We’re quiet. This is vulnerable territory. With the lights out and a few miles between us, it feels safe.

Finally, he says, “I’m real good at talking myself out of things. Like trying out for the soccer team. I’ve always been better at being a spectator.”

“Why?” I think of what Andreas told me. I think he’s afraid to belong to something. The last thing he wants to hear about is his best friend and me discussing his psyche, though. I have to hear it from him.

“I give myself a million excuses. I have to work, I’m too tired, there are jerks like Tommy Brown.” I nod although he can’t see me. “I think about college and I wonder if I’m too poor or if some guy is going to tell me one day that I only got a scholarship because I’m Mexican, not because I worked my ass off. Then I see you going after what you want, and it makes me want to do it, too.”

“You can still try out for track,” I say, and now it’s his turn to laugh.

“Only if it’s in the spring,” he teases. “Juliana wasn’t lying–I need to get my ass in gear so you’re not ashamed of me.”

That ass looks plenty fine to me.

“What’s stopping you?” he says. “You sound worried.”

There’s the tiny matter of my best friend, who’s hanging onto the slippery ledge. “Cassie,” I say. “There are no schools with gymnastics teams near the city. If I do this, I can’t live with her.”

He’s silent for a moment. “If you can tell off that drunk douche from Galway Beach, you can be honest with Cassie. What if you suggest somewhere else?” There’s shifting in the background, followed by an electronic ping. “Name me a US city, and I’ll see if I can find a gymnastics team.”

I stare at my phone as though I can see him on his laptop. “By the time we’re done,” he says, completely serious, “I’ll know more about collegiate gymnastics than anyone.”

My grin is so wide that my cheeks hurt. He believes in me. He really thinks I can do this, regardless of the huge disadvantage I’m at. “When did you get so wise, Marcos Castillo?”

“I was taught well in the halls of Rivendell.”

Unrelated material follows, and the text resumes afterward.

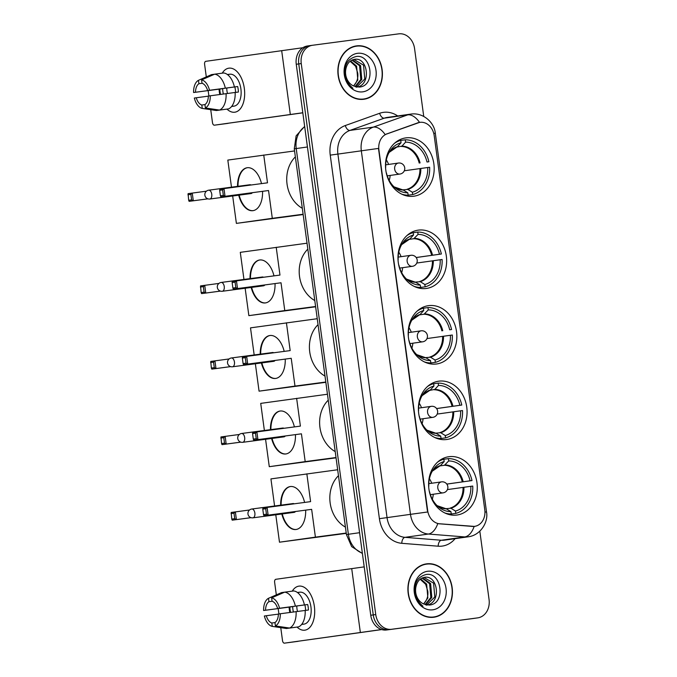 <?xml version="1.0" encoding="UTF-8"?>
<svg xmlns="http://www.w3.org/2000/svg" width="677" height="677" viewBox="0 0 677 677"><rect width="100%" height="100%" fill="white"/><g stroke="black" fill="none" stroke-linecap="round" stroke-linejoin="round"><path stroke-width="1.02" d="M448.995 456.687A29.441 24.237 82 0 0 448.826 456.713A29.441 24.237 82 0 0 428.93 489.141A29.441 24.237 82 0 0 456.882 515.036A29.441 24.237 82 0 0 457.051 515.011A29.441 24.237 82 0 0 476.947 482.583A29.441 24.237 82 0 0 448.995 456.687M418.361 230.121A29.441 24.237 82 0 0 418.2 230.146A29.441 24.237 82 0 0 398.296 262.583A29.441 24.237 82 0 0 426.256 288.47A29.441 24.237 82 0 0 426.417 288.453A29.441 24.237 82 0 0 446.321 256.016A29.441 24.237 82 0 0 418.361 230.121M428.575 305.649A29.441 24.237 82 0 0 428.406 305.665A29.441 24.237 82 0 0 408.51 338.102A29.441 24.237 82 0 0 436.462 363.989A29.441 24.237 82 0 0 436.631 363.972A29.441 24.237 82 0 0 456.526 331.535A29.441 24.237 82 0 0 428.575 305.649M438.789 381.168A29.441 24.237 82 0 0 438.62 381.193A29.441 24.237 82 0 0 418.724 413.622A29.441 24.237 82 0 0 446.676 439.517A29.441 24.237 82 0 0 446.845 439.491A29.441 24.237 82 0 0 466.741 407.055A29.441 24.237 82 0 0 438.789 381.168M405.887 137.871A29.441 24.237 82 0 0 405.726 137.896A29.441 24.237 82 0 0 385.822 170.325A29.441 24.237 82 0 0 413.782 196.22A29.441 24.237 82 0 0 413.952 196.195A29.441 24.237 82 0 0 433.847 163.758A29.441 24.237 82 0 0 405.887 137.871M419.943 122.342A14.996 12.347 82 0 0 419.85 122.351A14.996 12.347 82 0 0 417.844 122.842L387.032 133.843A14.996 12.347 82 0 0 378.9 149.82L427.669 510.534A14.996 12.347 82 0 0 439.762 523.829L472.411 526.418A14.996 12.347 82 0 0 474.653 526.351A14.996 12.347 82 0 0 484.791 509.883L434.185 135.578A14.996 12.347 82 0 0 419.943 122.342M356.534 45.884A26.936 22.172 82 0 0 356.381 45.901A26.936 22.172 82 0 0 338.17 75.587A26.936 22.172 82 0 0 363.752 99.274A26.936 22.172 82 0 0 363.904 99.257A26.936 22.172 82 0 0 382.116 69.579A26.936 22.172 82 0 0 356.534 45.884M426.569 563.848A26.936 22.172 82 0 0 426.408 563.873A26.936 22.172 82 0 0 408.206 593.551A26.936 22.172 82 0 0 433.788 617.246A26.936 22.172 82 0 0 433.94 617.221A26.936 22.172 82 0 0 452.143 587.543A26.936 22.172 82 0 0 426.569 563.848M427.669 510.534L427.636 511.99L410.474 514.342L361.323 150.776A22.223 18.287 -98 0 1 373.374 127.107A19.438 10.883 70.4 0 1 385.145 134.562L419.571 122.393M312.427 45.283L310.117 45.604A16.663 13.718 82 0 0 310.024 45.621A16.663 13.718 82 0 0 298.752 63.917L373.247 614.919A16.663 13.718 82 0 0 389.08 629.627L475.203 618.228A16.663 13.718 82 0 0 475.296 618.211A16.663 13.718 82 0 0 475.389 618.194M427.365 510.576L378.477 148.424L337.899 154.085L387.049 517.643A22.223 18.287 82 0 0 404.964 537.343L441.345 540.238A22.223 18.287 82 0 0 444.535 540.153A22.223 18.287 82 0 0 444.662 540.136L468.086 536.827A22.223 18.287 -98 0 1 467.959 536.853A22.223 18.287 -98 0 1 464.769 536.929L428.389 534.043A22.223 18.287 -98 0 1 410.474 514.342L379.399 518.684L330.241 155.126A27.774 22.857 -98 0 1 345.304 125.541L379.636 113.287A27.774 22.857 -98 0 1 397.712 115.953M474.281 526.401L437.757 523.634A19.438 10.857 94.5 0 1 428.389 534.043L404.964 537.343A5.551 3.106 -85.5 0 0 401.791 543.309A27.774 22.857 -98 0 1 379.399 518.684M423.743 116.436L414.569 48.566A16.663 13.718 82 0 0 398.736 33.85L312.613 45.257A16.663 13.718 82 0 0 312.52 45.266A16.663 13.718 82 0 0 301.248 63.57L375.752 614.564A16.663 13.718 82 0 0 391.577 629.28L477.7 617.873A16.663 13.718 82 0 0 477.793 617.856A16.663 13.718 82 0 0 489.065 599.56L479.824 531.166M432.679 617.356A26.936 22.172 82 0 0 434.626 616.832M427.187 564.059A26.936 22.172 82 0 0 425.173 564.093M362.652 99.384A26.936 22.172 82 0 0 364.598 98.859M357.151 46.087A26.936 22.172 82 0 0 355.137 46.121M309.931 45.63L307.62 45.96A16.663 13.718 82 0 0 307.527 45.968A16.663 13.718 82 0 0 296.255 64.273L370.751 615.266A16.663 13.718 82 0 0 386.584 629.982L472.707 618.575A16.663 13.718 82 0 0 472.8 618.566A16.663 13.718 82 0 0 472.893 618.55M310.117 45.604A16.663 13.718 82 0 0 310.024 45.621A16.663 13.718 82 0 0 298.752 63.917L373.247 614.919A16.663 13.718 82 0 0 389.08 629.627L475.203 618.228A16.663 13.718 82 0 0 475.296 618.211L477.793 617.856M360.638 99.417A26.665 21.943 82 0 0 361.213 99.35A26.665 21.943 82 0 0 361.366 99.333A26.665 21.943 82 0 0 361.518 99.307M363.718 99.003A26.665 21.943 82 0 0 363.871 98.977A26.665 21.943 82 0 0 381.887 69.604A26.665 21.943 82 0 0 356.567 46.154A26.665 21.943 82 0 0 356.415 46.18A26.665 21.943 82 0 0 338.398 75.553A26.665 21.943 82 0 0 363.718 99.003M346.057 68.182A13.887 11.433 82 0 0 353.521 85.954L359.115 87.088C376.116 86.216 371.749 53.847 356.263 56.504C347.005 58.848 343.374 65.897 345.355 77.652C346.759 82.357 349.307 85.903 352.971 88.281C346.463 82.679 344.161 75.985 346.057 68.182C347.369 63.113 350.17 60.168 354.46 59.356C368.305 56.673 371.597 85.971 356.204 87.155M350.559 60.913L356.618 66.151L357.811 80.004L353.589 85.987M353.419 85.911A13.887 11.433 82 0 0 357.752 73.175L355.62 66.287L350.102 61.252M352.438 59.881L360.579 65.593L361.78 79.446L355.51 86.724M351.964 60.092L359.589 65.728L360.79 79.581L355.044 86.588M353.893 59.449L363.557 65.17L364.751 79.023L356.703 86.986M357.541 53.314A19.438 16.003 82 0 0 344.28 74.682A19.438 16.003 82 0 0 362.745 91.844A19.438 16.003 82 0 0 376.006 70.476A19.438 16.003 82 0 0 357.541 53.314M354.071 46.51A26.665 21.943 82 0 0 353.919 46.527A26.665 21.943 82 0 0 353.191 46.645M219.348 91.954A22.223 12.618 82.5 0 1 219.069 89.152A22.223 12.618 82.5 0 0 219.348 91.954A22.223 12.618 82.5 0 0 219.78 94.509A22.223 12.618 82.5 0 1 219.348 91.954M222.234 73.167A22.223 12.618 82.5 0 1 234.961 69.841A22.223 12.618 82.5 0 1 244.329 88.425A22.223 12.618 82.5 0 1 240.191 108.98A22.223 12.618 82.5 0 1 226.964 109.099A22.223 12.618 82.5 0 0 234.758 112.213A22.223 12.618 82.5 0 0 244.329 88.425A22.223 12.618 82.5 0 0 228.919 68.165A22.223 12.618 82.5 0 0 222.234 73.167M302.864 47.72L205.783 61.328A2.776 1.574 -97.5 0 0 204.598 64.298L206.299 76.899M302.805 112.746L214.414 125.177A2.776 1.574 -97.5 0 0 214.414 125.177L302.822 112.831M227.997 123.383A2.776 1.574 82.5 0 0 228.005 123.383A2.776 1.574 82.5 0 1 228.005 123.383L214.406 125.177A2.776 1.574 -97.5 0 1 212.485 122.647L210.733 109.682M208.88 95.973L208.152 90.608M223.402 94.018A11.111 6.305 -97.5 0 1 222.868 91.429A11.111 6.305 -97.5 0 1 222.699 88.653L195.501 92.25A11.111 6.305 82.5 0 1 198.92 83.711L202.101 83.288M235.147 92.478L238.414 92.038A16.104 9.148 82.5 0 0 238.177 89.271A16.104 9.148 82.5 0 0 237.669 86.538L234.403 86.961A18.33 10.409 82.5 0 0 223.723 72.972L214.651 74.174L201.585 79.886L202.042 83.271A11.111 6.305 82.5 0 1 207.602 90.54L234.792 86.944A11.111 6.305 -97.5 0 1 235.368 89.669A11.111 6.305 -97.5 0 1 235.537 92.419M227.48 93.477A11.111 6.305 82.5 0 1 226.956 90.887A11.111 6.305 82.5 0 1 226.778 88.002M220.533 94.408A16.104 9.148 82.5 0 1 220.059 91.827A16.104 9.148 82.5 0 1 219.822 89.051L193.58 92.521A14.445 8.2 82.5 0 1 198.463 80.326L198.92 83.711M227.396 74.529L229.723 74.216A16.104 9.148 82.5 0 1 240.894 88.907A16.104 9.148 82.5 0 1 233.954 106.154L231.627 106.467A16.104 9.148 82.5 0 0 232.803 106.052L231.847 106.179M204.928 104.588A11.111 6.305 82.5 0 0 208.347 96.049L235.147 92.461A18.33 10.409 82.5 0 1 228.572 108.887L219.509 110.08L205.385 107.973L204.928 104.588L201.805 105.028L202.262 108.413L216.386 110.52L225.449 109.293M234.403 86.961L207.602 90.54M214.651 74.174A18.33 10.409 82.5 0 1 225.339 88.162M226.084 93.663A18.33 10.409 82.5 0 1 219.509 110.08M201.585 79.886A14.445 8.2 82.5 0 1 209.523 90.269M210.268 95.779A14.445 8.2 82.5 0 1 205.385 107.973M202.262 108.413A14.445 8.2 82.5 0 1 194.324 98.03L208.338 96.151M201.805 105.028A11.111 6.305 82.5 0 1 196.245 97.759M227.413 74.538A16.104 9.148 82.5 0 1 228.555 74.605L227.658 74.724M209.684 75.418L211.486 74.631A18.33 10.409 82.5 0 1 211.529 74.614L198.463 80.326M214.567 74.216L211.529 74.614M195.501 92.25L193.58 92.521M222.699 88.653L219.822 89.051M237.669 86.538L234.792 86.944M430.665 617.39A26.665 21.943 82 0 0 431.249 617.322A26.665 21.943 82 0 0 431.401 617.297A26.665 21.943 82 0 0 431.554 617.28M433.745 616.967A26.665 21.943 82 0 0 433.898 616.95A26.665 21.943 82 0 0 451.923 587.577A26.665 21.943 82 0 0 426.603 564.127A26.665 21.943 82 0 0 426.451 564.144A26.665 21.943 82 0 0 408.434 593.517A26.665 21.943 82 0 0 433.745 616.967M416.093 586.155A13.887 11.433 82 0 0 423.557 603.926L429.142 605.052C446.143 604.189 441.785 571.811 426.29 574.477C417.04 576.812 413.402 583.862 415.382 595.616C416.795 600.321 419.334 603.867 422.998 606.245C416.499 600.651 414.189 593.949 416.093 586.155C417.396 581.086 420.197 578.141 424.496 577.329C438.341 574.638 441.624 603.943 426.231 605.128M420.595 578.877L426.645 584.116L427.847 597.969L423.624 603.96M423.455 603.884A13.887 11.433 82 0 0 427.788 591.148L425.655 584.259L420.138 579.224M422.473 577.853L430.614 583.557L431.816 597.41L425.537 604.696M421.999 578.056L429.624 583.701L430.817 597.554L425.08 604.553M423.929 577.422L433.585 583.142L434.786 596.996L426.738 604.959M427.568 571.278A19.438 16.003 82 0 0 414.307 592.646A19.438 16.003 82 0 0 432.781 609.816A19.438 16.003 82 0 0 446.041 588.448A19.438 16.003 82 0 0 427.568 571.278M424.107 564.483A26.665 21.943 82 0 0 423.954 564.5A26.665 21.943 82 0 0 423.227 564.618M405.278 139.8A27.774 22.857 82 0 1 428.888 161.744L426.975 161.998A25.438 20.945 82 0 0 405.591 142.128L405.278 139.8L400.75 140.435M412.682 194.57L412.369 192.243A25.438 20.945 82 0 0 427.72 167.507L429.633 167.253A27.774 22.857 82 0 1 412.682 194.57L406.428 195.408M405.371 195.56L408.146 195.171A27.774 22.857 82 0 1 401.723 194.147M397.737 140.824L400.742 140.401A27.774 22.857 82 0 0 394.547 143.245M386.296 172.99L386.449 172.965A25.438 20.945 82 0 0 395.317 188.028A25.438 20.945 82 0 0 407.833 192.843L408.146 195.171M385.704 167.464L385.704 167.464A25.438 20.945 82 0 1 390.079 150.895A25.438 20.945 82 0 1 401.055 142.729L400.742 140.401M427.72 167.507L404.296 170.782M402.84 189.856L407.799 189.425L412.369 192.243M407.833 192.843L403.272 190.025A22.036 18.135 82 0 1 394.014 186.844L402.722 189.848M396.917 147.027L389.148 152.401A22.036 18.135 82 0 1 397.407 146.706L401.055 142.729M295.367 156.861A30.55 25.151 82 0 0 302.323 208.313M428.888 161.744L426.975 161.998M405.591 142.128L401.943 146.105L396.62 147.121M386.322 159.916A20.885 17.187 -98 0 1 388.615 164.426M390.164 175.428A20.885 17.187 -98 0 1 389.216 180.404M262.566 191.346A21.664 12.304 82.5 0 1 252.902 210.674A21.664 12.304 82.5 0 1 238.71 195.188M207.966 198.852L189.111 201.348L188.68 200.282L188.071 193.647L206.443 191.176M231.483 187.182L227.819 160.085L294.563 150.937M303.161 214.541L236.383 223.385L232.676 195.983M207.89 198.826L189.111 201.348M237.542 186.378A21.664 12.304 82.5 0 1 247.215 167.727A21.664 12.304 82.5 0 1 261.508 183.611M236.383 223.385L272.298 218.316L268.541 190.525L220.837 196.872L268.541 190.525M222.598 189.89L223.342 195.391L225.026 196.288L223.985 188.578L222.598 189.89L219.67 190.305L219.797 189.171L267.5 182.815L263.742 155.016M303.118 214.237L272.298 218.316M187.935 194.781L190.872 194.367L192.251 193.055L193.292 200.764L191.616 199.867L190.872 194.367M188.68 200.282L191.616 199.867M223.342 195.391L220.406 195.805L220.837 196.872M219.67 190.305L220.406 195.805M251.023 184.999A4.443 2.522 -97.5 0 0 249.931 184.736L208.685 190.195A4.443 2.522 82.5 0 1 208.685 190.195A4.443 2.522 82.5 0 1 211.766 194.248A4.443 2.522 82.5 0 1 209.862 199.004A4.443 2.522 82.5 0 1 209.853 199.013L251.099 193.546A4.443 2.522 -97.5 0 0 251.108 193.546A4.443 2.522 -97.5 0 0 252.335 192.708M253.13 210.64A21.664 12.304 82.5 0 1 239.159 195.128M237.991 186.319A21.664 12.304 82.5 0 1 247.443 167.701M413.224 232.693L417.751 232.059A27.774 22.857 82 0 1 441.362 254.002L416.194 257.539M425.156 286.82L424.843 284.501A25.438 20.945 82 0 0 440.194 259.756L442.106 259.503A27.774 22.857 82 0 1 425.156 286.82L418.902 287.666M417.844 287.818L420.62 287.42A27.774 22.857 82 0 1 414.197 286.396M410.211 233.074L413.215 232.651A27.774 22.857 82 0 0 407.021 235.503M398.77 265.24L398.922 265.223A25.438 20.945 82 0 0 407.791 280.278A25.438 20.945 82 0 0 420.307 285.102L420.62 287.42M398.178 259.723L398.178 259.723A25.438 20.945 82 0 1 402.553 243.153A25.438 20.945 82 0 1 413.529 234.978L413.215 232.651M440.194 259.756L416.77 263.04M415.314 282.114L420.273 281.683L424.843 284.501M420.307 285.102L415.737 282.284A22.036 18.135 82 0 1 406.488 279.093L415.196 282.106M409.39 239.286L401.622 244.659A22.036 18.135 82 0 1 409.881 238.956L413.529 234.978M307.832 249.119A30.55 25.151 82 0 0 314.788 300.563M441.362 254.002L439.449 254.256A25.438 20.945 82 0 0 418.064 234.377L417.751 232.059M416.169 257.514L439.449 254.256M418.064 234.377L413.791 238.71L409.094 239.37M398.795 252.166A20.885 17.187 -98 0 1 401.089 256.685M402.637 267.686A20.885 17.187 -98 0 1 401.689 272.653M275.04 283.604A21.664 12.304 82.5 0 1 265.376 302.932A21.664 12.304 82.5 0 1 251.184 287.446M220.44 291.11L201.585 293.606L201.154 292.54L200.544 285.897L218.916 283.426M243.957 279.432L240.293 252.343L307.036 243.195M315.634 306.799L248.857 315.643L245.15 288.241M220.355 291.085L201.585 293.606M250.016 278.628A21.664 12.304 82.5 0 1 259.689 259.985A21.664 12.304 82.5 0 1 273.982 275.861M248.857 315.643L284.772 310.574L281.014 282.774L233.311 289.13L281.014 282.774M235.071 282.14L235.816 287.649L237.5 288.537L236.459 280.837L235.071 282.14L232.143 282.554L232.27 281.42L279.973 275.074L276.216 247.274M315.592 306.495L284.772 310.574M200.409 287.031L203.345 286.616L204.725 285.305L205.766 293.014L204.09 292.125L203.345 286.616M201.154 292.54L204.09 292.125M235.816 287.649L232.88 288.063L233.311 289.13M232.143 282.554L232.88 288.063M221.142 282.453A4.443 2.522 82.5 0 1 221.159 282.453A4.443 2.522 82.5 0 1 224.239 286.506A4.443 2.522 82.5 0 1 222.335 291.262A4.443 2.522 82.5 0 1 222.327 291.262L263.573 285.804A4.443 2.522 -97.5 0 0 263.581 285.804A4.443 2.522 -97.5 0 0 264.809 284.958M263.497 277.248A4.443 2.522 -97.5 0 0 262.405 276.995A4.443 2.522 -97.5 0 0 262.388 276.995M265.604 302.898A21.664 12.304 82.5 0 1 251.632 287.378M250.465 278.569A21.664 12.304 82.5 0 1 259.917 259.951M427.957 307.578A27.774 22.857 82 0 1 451.576 329.521L449.663 329.775A25.438 20.945 82 0 0 428.279 309.897L427.957 307.578L423.43 308.213M435.362 362.347L435.049 360.02A25.438 20.945 82 0 0 450.408 335.276L452.321 335.022A27.774 22.857 82 0 1 435.362 362.347L429.116 363.185M428.059 363.337L430.834 362.948A27.774 22.857 82 0 1 424.411 361.916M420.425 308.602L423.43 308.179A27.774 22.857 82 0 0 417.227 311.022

I snort so loudly that I immediately bury my face in my pillow. The last thing I need is to attract my father’s attention.

“Let’s go,” he says. “Fairbanks? Los Angeles? Little Rock?”

No, yes, maybe. I imagine Cassie’s reaction to me saying, “Let’s move to Arkansas,” and by the time Marcos hits Nebraska, I’m cracking up because it’s so not New York City that Cass might actually spring for it.

The phone burns hot against my cheek, beeping at me that the battery is running low. Hush, you thing. I don’t know how long we’ve been talking, but I do know that I don’t want to stop.





CHAPTER TWENTY-TWO


AS RICHARD GREGORY, Sr., once told me on the cusp of failing my first road test, “You can flip over a four-inch-wide beam. Any idiot can drive.”

If I can get my ass back in the gym, I can be upfront with Cassie. I’ve avoided the topic for the past couple of days, but now that the calluses on my hands are hardening, so is my resolve. I’m armed with a Marcos-inspired list of college teams across America that has been Emery-approved. You’re taking the nation by storm! she’d texted me.